# YOUR TASK:
Nothing in the records below should be altered in the copy, although the pictures must be left out.
═════ EXERCISE DATA ═════
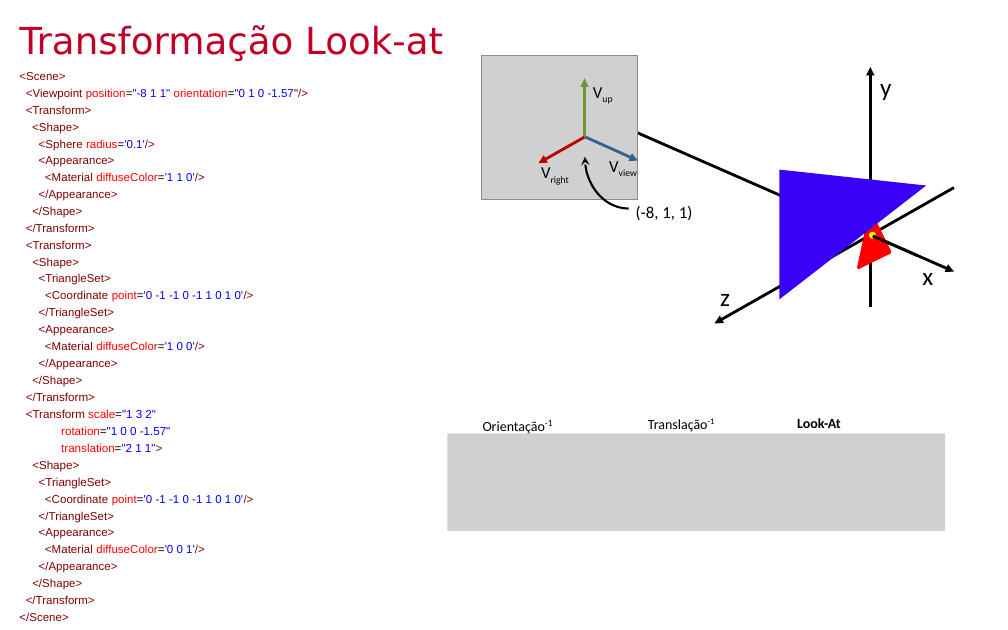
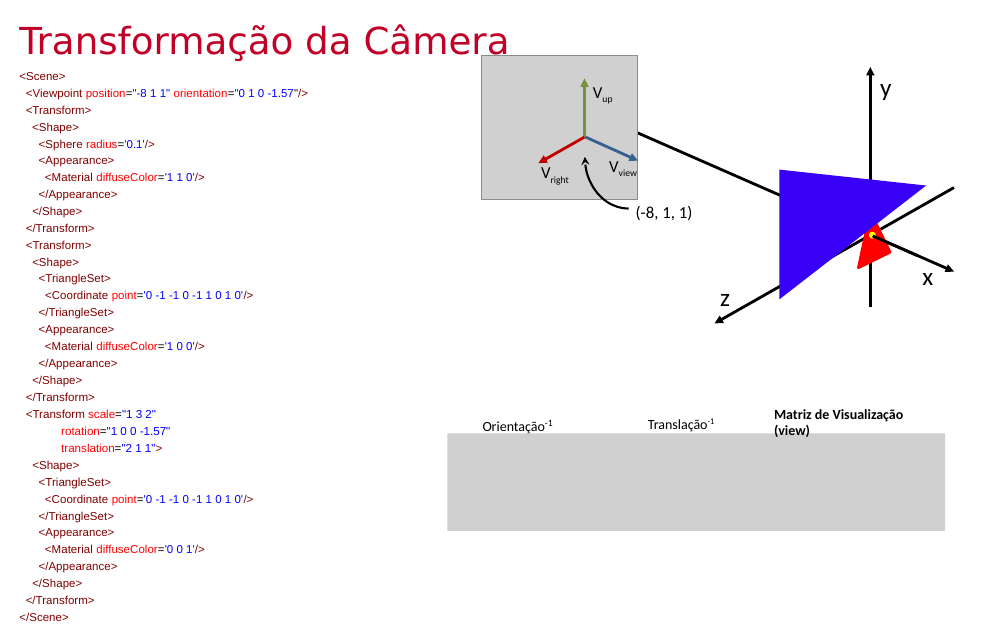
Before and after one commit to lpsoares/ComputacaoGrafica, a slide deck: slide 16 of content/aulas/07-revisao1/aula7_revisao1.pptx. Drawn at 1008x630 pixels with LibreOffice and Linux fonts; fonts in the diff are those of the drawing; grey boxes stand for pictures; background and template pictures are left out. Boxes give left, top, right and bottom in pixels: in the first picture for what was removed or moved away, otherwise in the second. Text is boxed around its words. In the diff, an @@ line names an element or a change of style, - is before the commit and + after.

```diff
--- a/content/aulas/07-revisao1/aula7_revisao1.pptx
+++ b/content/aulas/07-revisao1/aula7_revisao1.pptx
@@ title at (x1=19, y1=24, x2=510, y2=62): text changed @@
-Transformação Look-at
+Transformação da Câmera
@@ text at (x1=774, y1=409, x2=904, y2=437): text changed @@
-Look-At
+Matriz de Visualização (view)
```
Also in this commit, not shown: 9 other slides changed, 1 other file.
═════
# REPLY:
Before and after one commit to lpsoares/ComputacaoGrafica, a slide deck: slide 16 of content/aulas/07-revisao1/aula7_revisao1.pptx. Drawn at 1008x630 pixels with LibreOffice and Linux fonts; fonts in the diff are those of the drawing; grey boxes stand for pictures; background and template pictures are left out. Boxes give left, top, right and bottom in pixels: in the first picture for what was removed or moved away, otherwise in the second. Text is boxed around its words. In the diff, an @@ line names an element or a change of style, - is before the commit and + after.

```diff
--- a/content/aulas/07-revisao1/aula7_revisao1.pptx
+++ b/content/aulas/07-revisao1/aula7_revisao1.pptx
@@ title at (x1=19, y1=24, x2=510, y2=62): text changed @@
-Transformação Look-at
+Transformação da Câmera
@@ text at (x1=774, y1=409, x2=904, y2=437): text changed @@
-Look-At
+Matriz de Visualização (view)
```
Also in this commit, not shown: 9 other slides changed, 1 other file.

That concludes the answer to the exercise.